Était-il fou ? Se moquait-il de moi ? ou bien, à l’égard de l’une ou de l’autre, ce nom de mère était-il simplement une de ces appellations affectueuses que l’on a pour une tante ou une vieille amie ? Quoi qu’il en soit, à peine à table, les deux mères se mirent à disputer entre elles sans la moindre vergogne. C’étaient des pointes ironiques, des reproches, des blâmes, une petite guerre ininterrompue à propos de choses si insignifiantes qu’il me serait impossible d’en citer une seule. J’étais fort gêné, et, après quelques essais timides pour entamer la conversation, j’avais résolu de garder le silence. Quant à Louis, très calme d’abord, il s’interposait de temps en temps avec une indifférence résignée, disant à l’une ou à l’autre :

— Allons, maman, tais-toi.. sois raisonnable… laisse-la dire…
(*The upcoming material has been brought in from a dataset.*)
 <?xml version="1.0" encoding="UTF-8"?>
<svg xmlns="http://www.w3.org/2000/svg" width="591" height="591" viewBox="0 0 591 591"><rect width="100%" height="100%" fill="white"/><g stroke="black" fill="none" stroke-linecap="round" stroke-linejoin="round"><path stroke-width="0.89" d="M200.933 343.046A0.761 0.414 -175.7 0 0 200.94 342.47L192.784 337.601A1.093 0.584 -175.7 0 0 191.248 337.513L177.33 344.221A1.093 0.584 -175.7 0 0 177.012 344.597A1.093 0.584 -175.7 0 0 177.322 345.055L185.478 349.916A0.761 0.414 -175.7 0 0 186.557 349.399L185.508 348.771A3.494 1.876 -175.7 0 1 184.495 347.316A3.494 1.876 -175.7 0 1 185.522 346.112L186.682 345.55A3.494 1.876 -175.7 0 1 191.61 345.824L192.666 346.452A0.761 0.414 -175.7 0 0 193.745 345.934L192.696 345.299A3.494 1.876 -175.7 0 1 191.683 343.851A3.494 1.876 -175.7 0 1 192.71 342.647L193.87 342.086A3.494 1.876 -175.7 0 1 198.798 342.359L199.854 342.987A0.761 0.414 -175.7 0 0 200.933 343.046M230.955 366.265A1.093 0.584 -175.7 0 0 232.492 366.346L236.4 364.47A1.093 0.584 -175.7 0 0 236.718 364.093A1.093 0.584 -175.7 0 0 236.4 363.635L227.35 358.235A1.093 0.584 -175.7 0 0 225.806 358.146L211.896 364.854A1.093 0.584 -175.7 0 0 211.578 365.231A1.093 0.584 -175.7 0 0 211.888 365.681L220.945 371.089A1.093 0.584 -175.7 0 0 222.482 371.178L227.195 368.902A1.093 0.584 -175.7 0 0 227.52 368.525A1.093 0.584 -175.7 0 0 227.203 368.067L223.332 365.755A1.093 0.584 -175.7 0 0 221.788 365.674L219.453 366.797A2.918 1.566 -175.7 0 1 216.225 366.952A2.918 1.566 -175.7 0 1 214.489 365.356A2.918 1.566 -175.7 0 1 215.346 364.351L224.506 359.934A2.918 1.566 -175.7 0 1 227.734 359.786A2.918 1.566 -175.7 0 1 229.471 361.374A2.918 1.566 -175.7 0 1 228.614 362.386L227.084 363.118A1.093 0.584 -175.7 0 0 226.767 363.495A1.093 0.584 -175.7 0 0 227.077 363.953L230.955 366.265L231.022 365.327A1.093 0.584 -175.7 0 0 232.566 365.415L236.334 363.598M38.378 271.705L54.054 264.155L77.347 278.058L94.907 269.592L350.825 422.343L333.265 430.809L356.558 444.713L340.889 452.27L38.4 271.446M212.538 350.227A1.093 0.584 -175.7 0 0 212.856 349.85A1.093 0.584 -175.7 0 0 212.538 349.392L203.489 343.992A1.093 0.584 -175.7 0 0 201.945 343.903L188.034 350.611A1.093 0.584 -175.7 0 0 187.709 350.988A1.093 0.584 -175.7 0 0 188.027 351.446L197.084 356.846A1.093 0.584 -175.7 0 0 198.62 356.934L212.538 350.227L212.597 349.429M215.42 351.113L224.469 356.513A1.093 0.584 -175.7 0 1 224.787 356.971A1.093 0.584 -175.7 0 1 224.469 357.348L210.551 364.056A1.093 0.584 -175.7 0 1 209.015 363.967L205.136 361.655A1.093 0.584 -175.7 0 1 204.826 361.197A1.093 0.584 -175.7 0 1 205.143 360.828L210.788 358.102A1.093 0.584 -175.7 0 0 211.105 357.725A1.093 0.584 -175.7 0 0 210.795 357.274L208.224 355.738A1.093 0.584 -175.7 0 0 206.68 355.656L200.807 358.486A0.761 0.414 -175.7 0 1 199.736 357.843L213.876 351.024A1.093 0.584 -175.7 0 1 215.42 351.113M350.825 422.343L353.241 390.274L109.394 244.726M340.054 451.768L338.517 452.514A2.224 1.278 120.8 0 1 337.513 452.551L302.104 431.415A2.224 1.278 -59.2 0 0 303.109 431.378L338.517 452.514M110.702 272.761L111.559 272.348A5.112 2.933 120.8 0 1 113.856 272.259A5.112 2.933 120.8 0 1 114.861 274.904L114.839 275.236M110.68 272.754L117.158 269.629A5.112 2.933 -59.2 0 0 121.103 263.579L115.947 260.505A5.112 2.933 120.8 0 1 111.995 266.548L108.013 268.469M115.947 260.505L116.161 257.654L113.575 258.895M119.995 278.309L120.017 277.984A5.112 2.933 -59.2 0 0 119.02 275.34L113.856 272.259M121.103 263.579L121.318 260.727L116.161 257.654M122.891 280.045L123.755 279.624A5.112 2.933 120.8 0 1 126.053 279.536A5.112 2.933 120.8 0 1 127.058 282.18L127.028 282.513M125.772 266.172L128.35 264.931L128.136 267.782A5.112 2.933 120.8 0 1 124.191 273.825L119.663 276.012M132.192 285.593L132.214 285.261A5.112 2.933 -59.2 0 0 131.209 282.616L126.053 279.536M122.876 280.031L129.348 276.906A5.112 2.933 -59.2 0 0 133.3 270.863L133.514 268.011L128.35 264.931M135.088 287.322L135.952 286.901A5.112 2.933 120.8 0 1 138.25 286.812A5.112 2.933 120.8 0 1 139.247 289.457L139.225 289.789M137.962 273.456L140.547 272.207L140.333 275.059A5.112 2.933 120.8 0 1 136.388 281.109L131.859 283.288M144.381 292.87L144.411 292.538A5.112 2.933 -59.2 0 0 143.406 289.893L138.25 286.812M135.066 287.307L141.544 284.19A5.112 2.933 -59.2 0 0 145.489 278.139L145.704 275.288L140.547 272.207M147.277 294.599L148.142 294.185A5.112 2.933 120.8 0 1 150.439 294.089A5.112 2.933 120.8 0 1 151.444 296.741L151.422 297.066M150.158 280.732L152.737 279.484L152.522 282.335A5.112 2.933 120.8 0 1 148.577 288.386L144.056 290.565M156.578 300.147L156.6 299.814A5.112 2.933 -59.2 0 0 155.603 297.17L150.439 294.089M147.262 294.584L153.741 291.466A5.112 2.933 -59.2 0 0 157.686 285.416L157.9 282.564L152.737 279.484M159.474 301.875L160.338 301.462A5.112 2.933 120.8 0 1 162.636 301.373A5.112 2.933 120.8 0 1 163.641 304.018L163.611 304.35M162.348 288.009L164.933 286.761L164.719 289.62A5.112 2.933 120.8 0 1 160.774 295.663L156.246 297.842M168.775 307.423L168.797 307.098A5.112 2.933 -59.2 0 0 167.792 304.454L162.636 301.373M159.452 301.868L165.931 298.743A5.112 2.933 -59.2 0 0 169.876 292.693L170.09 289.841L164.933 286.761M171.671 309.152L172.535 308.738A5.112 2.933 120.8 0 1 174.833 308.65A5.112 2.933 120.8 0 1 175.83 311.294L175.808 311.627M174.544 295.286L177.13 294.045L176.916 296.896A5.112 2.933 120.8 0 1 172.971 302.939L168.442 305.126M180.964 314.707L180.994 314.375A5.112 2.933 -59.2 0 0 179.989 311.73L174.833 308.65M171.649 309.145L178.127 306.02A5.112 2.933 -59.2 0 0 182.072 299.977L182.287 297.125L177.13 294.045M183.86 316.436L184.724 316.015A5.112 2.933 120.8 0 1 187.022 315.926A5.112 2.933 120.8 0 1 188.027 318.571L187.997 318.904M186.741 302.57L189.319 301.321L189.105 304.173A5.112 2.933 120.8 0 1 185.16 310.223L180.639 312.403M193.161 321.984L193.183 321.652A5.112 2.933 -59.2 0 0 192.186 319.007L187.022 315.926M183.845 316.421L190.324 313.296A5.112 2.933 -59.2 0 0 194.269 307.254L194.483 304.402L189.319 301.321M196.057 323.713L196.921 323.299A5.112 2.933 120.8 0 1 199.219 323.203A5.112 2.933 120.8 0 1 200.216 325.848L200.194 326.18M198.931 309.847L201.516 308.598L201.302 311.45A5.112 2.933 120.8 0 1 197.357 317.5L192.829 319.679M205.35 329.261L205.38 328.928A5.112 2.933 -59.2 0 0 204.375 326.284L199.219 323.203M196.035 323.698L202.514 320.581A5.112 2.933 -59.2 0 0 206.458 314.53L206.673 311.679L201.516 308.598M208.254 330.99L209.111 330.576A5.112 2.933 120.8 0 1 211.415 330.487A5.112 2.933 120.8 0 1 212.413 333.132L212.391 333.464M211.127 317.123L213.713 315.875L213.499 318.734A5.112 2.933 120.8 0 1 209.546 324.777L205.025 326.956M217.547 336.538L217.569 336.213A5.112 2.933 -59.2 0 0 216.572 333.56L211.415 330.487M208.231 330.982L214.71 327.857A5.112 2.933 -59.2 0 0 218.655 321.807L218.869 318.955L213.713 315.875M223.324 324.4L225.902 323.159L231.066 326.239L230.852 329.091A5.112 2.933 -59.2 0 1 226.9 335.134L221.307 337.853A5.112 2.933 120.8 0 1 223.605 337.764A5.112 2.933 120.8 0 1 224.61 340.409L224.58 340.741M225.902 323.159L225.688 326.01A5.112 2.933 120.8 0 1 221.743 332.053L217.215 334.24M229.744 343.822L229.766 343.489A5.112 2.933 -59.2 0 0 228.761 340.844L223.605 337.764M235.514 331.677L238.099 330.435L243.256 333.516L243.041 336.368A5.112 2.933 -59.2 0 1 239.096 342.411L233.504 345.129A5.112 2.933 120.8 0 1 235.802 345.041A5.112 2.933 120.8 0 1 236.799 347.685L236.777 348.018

Mais tout à coup, à la fin du repas, comme les deux mégères s’oubliaient jusqu’à proférer des injures, il se leva, pris d’une rage subite, saisit Mme Lieuvain par le bras et la poussa vers la porte de droite en criant :

— Toi, maman, fais-moi le plaisir de déguerpir.

Puis ce fut le tour de Mme Saint-Léger d’être expédiée sans plus de cérémonie.

— Et toi, maman, file de ce côté.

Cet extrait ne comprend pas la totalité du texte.